Giuseppe Bellini/Getty Images News/Getty Images

According to CNN, rescue crews are determined to find more survivors despite the length of time people could have been potentially trapped. Luigi D'Angelo of Italy's Civil Protection agency said:

Many cases have shown in the past that even after two days, people can be rescued alive. So we want to continue.
Carl Court/Getty Images News/Getty Images

The Prime Minister of Italy, Matteo Renzi, spoke to reporters in Rome this week and promised to rebuild “these beautiful towns, with their wonderful past that will never end.”

The centuries-old town of Amatrice, which was preparing to celebrate a food festival this coming weekend, was essentially reduced to rubble in the quake. The death toll in that village alone sits at 200 people (the town was reportedly full of visitors). Amatrice was recently voted one of Italy's most beautiful towns to visit, with beautiful old stone buildings and a picturesque setting on top of a mountain.

Carl Court/Getty Images News/Getty Images

Italy has seen more than its fair share of earthquakes as it sits on two fault lines. While the geography of the country makes it a seismic challenge, experts are already questioning why the buildings (particularly newer buildings like the Romolo Capranica school in Amatrice that was built in 2012, which was reduced to rubble in the earthquake) were not built to anti-seismic specifications.

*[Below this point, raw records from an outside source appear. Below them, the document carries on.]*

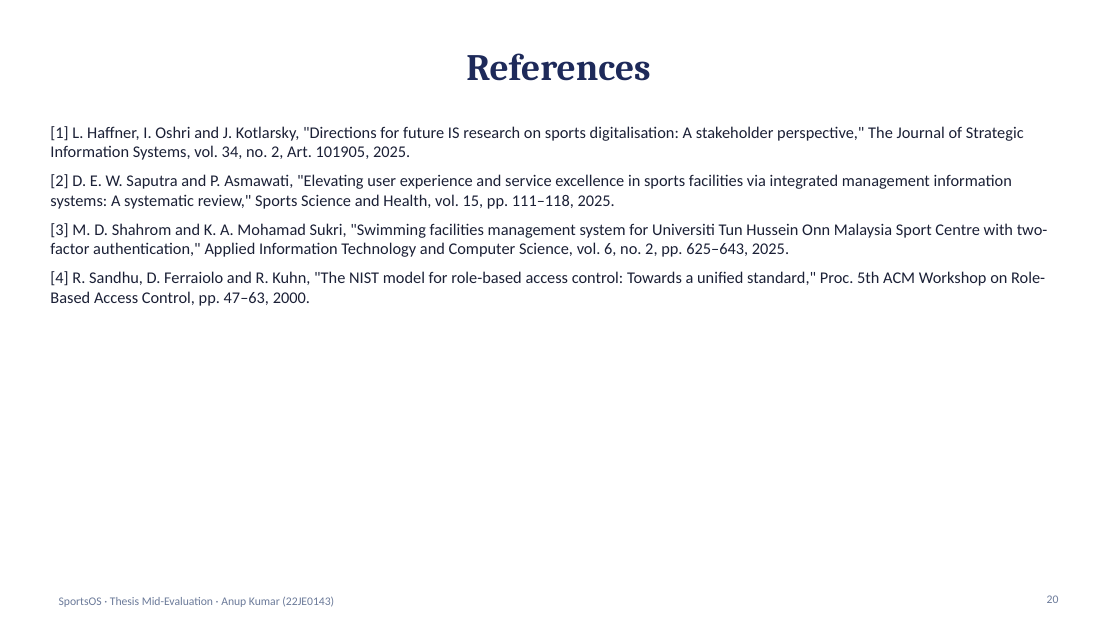
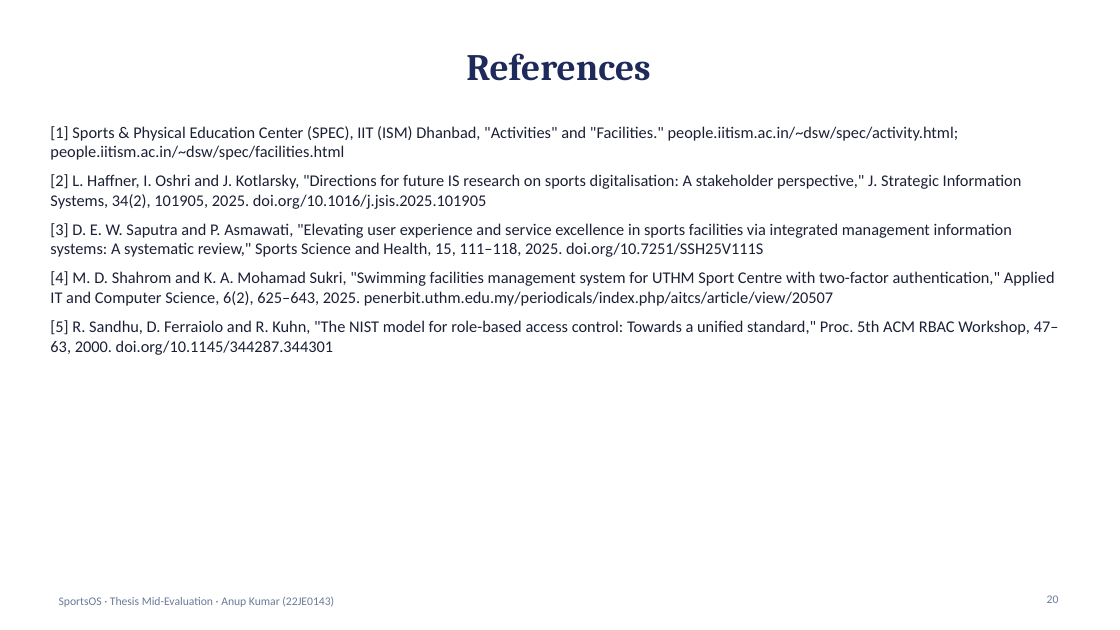
Before and after one commit to anupiit/SportsOs, a slide deck: slide 20 of docs/thesis/mid-evaluation/SportsOS_Mid_Evaluation_Presentation_22JE0143.pptx. Drawn at 1120x630 pixels with LibreOffice and Linux fonts; fonts in the diff are those of the drawing. Boxes give left, top, right and bottom in pixels: in the first picture for what was removed or moved away, otherwise in the second. Text is boxed around its words. In the diff, an @@ line names an element or a change of style, - is before the commit and + after.

```diff
--- a/docs/thesis/mid-evaluation/SportsOS_Mid_Evaluation_Presentation_22JE0143.pptx
+++ b/docs/thesis/mid-evaluation/SportsOS_Mid_Evaluation_Presentation_22JE0143.pptx
@@ text at (50, 126, 1059, 355): text changed @@
-[1] L. Haffner, I. Oshri and J. Kotlarsky, "Directions for future IS research on sports digitalisation: A stakeholder perspective," The Journal of Strategic Information Systems, vol. 34, no. 2, Art. 101905, 2025.
-[2] D. E. W. Saputra and P. Asmawati, "Elevating user experience and service excellence in sports facilities via integrated management information systems: A systematic review," Sports Science and Health, vol. 15, pp. 111–118, 2025.
-[3] M. D. Shahrom and K. A. Mohamad Sukri, "Swimming facilities management system for Universiti Tun Hussein Onn Malaysia Sport Centre with two-factor authentication," Applied Information Technology and Computer Science, vol. 6, no. 2, pp. 625–643, 2025.
-[4] R. Sandhu, D. Ferraiolo and R. Kuhn, "The NIST model for role-based access control: Towards a unified standard," Proc. 5th ACM Workshop on Role-Based Access Control, pp. 47–63, 2000.
+[1] Sports & Physical Education Center (SPEC), IIT (ISM) Dhanbad, "Activities" and "Facilities." people.iitism.ac.in/~dsw/spec/activity.html; people.iitism.ac.in/~dsw/spec/facilities.html
+[2] L. Haffner, I. Oshri and J. Kotlarsky, "Directions for future IS research on sports digitalisation: A stakeholder perspective," J. Strategic Information Systems, 34(2), 101905, 2025. doi.org/10.1016/j.jsis.2025.101905
+[3] D. E. W. Saputra and P. Asmawati, "Elevating user experience and service excellence in sports facilities via integrated management information systems: A systematic review," Sports Science and Health, 15, 111–118, 2025. doi.org/10.7251/SSH25V111S
+[4] M. D. Shahrom and K. A. Mohamad Sukri, "Swimming facilities management system for UTHM Sport Centre with two-factor authentication," Applied IT and Computer Science, 6(2), 625–643, 2025. penerbit.uthm.edu.my/periodicals/index.php/aitcs/article/view/20507
+[5] R. Sandhu, D. Ferraiolo and R. Kuhn, "The NIST model for role-based access control: Towards a unified standard," Proc. 5th ACM RBAC Workshop, 47–63, 2000. doi.org/10.1145/344287.344301
```
Also in this commit, not shown: 5 other files.

Columnist Sergio Rizzo wrote in the Italian publication Corriere della Sera:

In a country where in the past 40 years there have been at least eight devastating earthquakes … the only lesson we have learned is how to save lives after the fact. We are far, far behind in the other lessons.

Whatever the case, it's likely that in the coming days, the death toll in the Italy quake will continue to climb. For now, the devastation continues.